About this exercise: Please print every record exactly as it stands, leaving out the pictures.

Extracted entries:
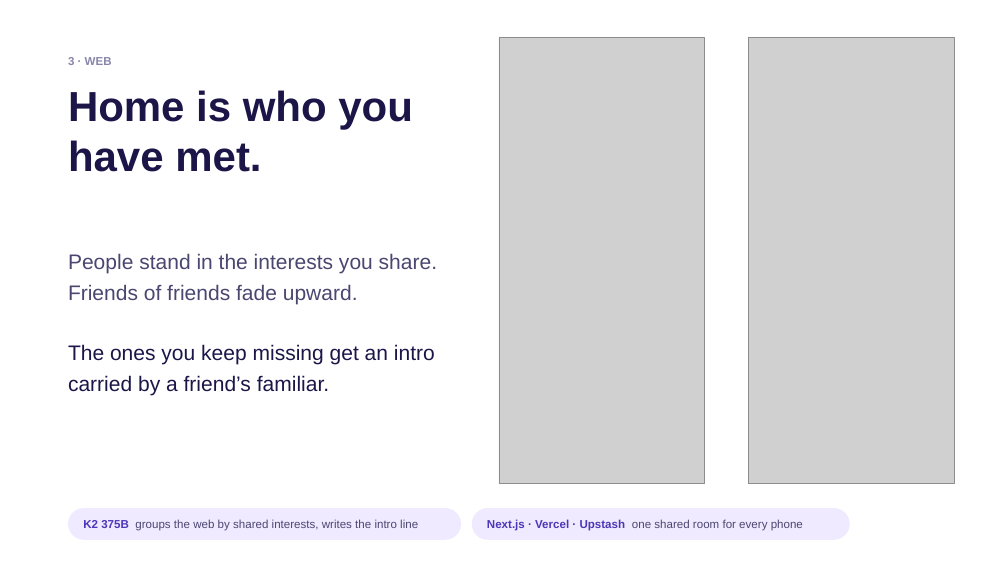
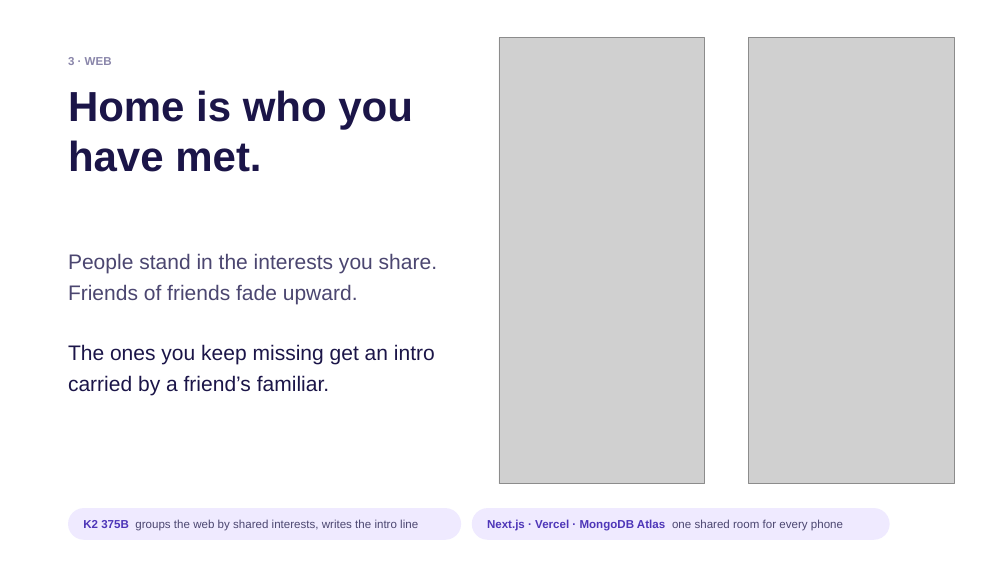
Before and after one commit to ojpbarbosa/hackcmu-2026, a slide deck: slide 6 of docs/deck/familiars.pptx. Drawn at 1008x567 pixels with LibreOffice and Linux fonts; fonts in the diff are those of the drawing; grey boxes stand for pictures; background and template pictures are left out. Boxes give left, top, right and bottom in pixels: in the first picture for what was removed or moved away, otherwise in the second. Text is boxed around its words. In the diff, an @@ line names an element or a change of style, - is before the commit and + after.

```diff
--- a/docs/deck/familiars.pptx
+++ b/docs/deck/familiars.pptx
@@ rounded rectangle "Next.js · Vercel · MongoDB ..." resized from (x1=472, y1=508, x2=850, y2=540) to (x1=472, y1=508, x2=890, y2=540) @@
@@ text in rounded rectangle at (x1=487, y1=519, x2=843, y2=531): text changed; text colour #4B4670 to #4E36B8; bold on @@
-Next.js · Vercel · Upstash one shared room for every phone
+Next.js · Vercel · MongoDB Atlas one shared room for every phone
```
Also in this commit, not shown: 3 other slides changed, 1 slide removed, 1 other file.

Exercise response:
Before and after one commit to ojpbarbosa/hackcmu-2026, a slide deck: slide 6 of docs/deck/familiars.pptx. Drawn at 1008x567 pixels with LibreOffice and Linux fonts; fonts in the diff are those of the drawing; grey boxes stand for pictures; background and template pictures are left out. Boxes give left, top, right and bottom in pixels: in the first picture for what was removed or moved away, otherwise in the second. Text is boxed around its words. In the diff, an @@ line names an element or a change of style, - is before the commit and + after.

```diff
--- a/docs/deck/familiars.pptx
+++ b/docs/deck/familiars.pptx
@@ rounded rectangle "Next.js · Vercel · MongoDB ..." resized from (x1=472, y1=508, x2=850, y2=540) to (x1=472, y1=508, x2=890, y2=540) @@
@@ text in rounded rectangle at (x1=487, y1=519, x2=843, y2=531): text changed; text colour #4B4670 to #4E36B8; bold on @@
-Next.js · Vercel · Upstash one shared room for every phone
+Next.js · Vercel · MongoDB Atlas one shared room for every phone
```
Also in this commit, not shown: 3 other slides changed, 1 slide removed, 1 other file.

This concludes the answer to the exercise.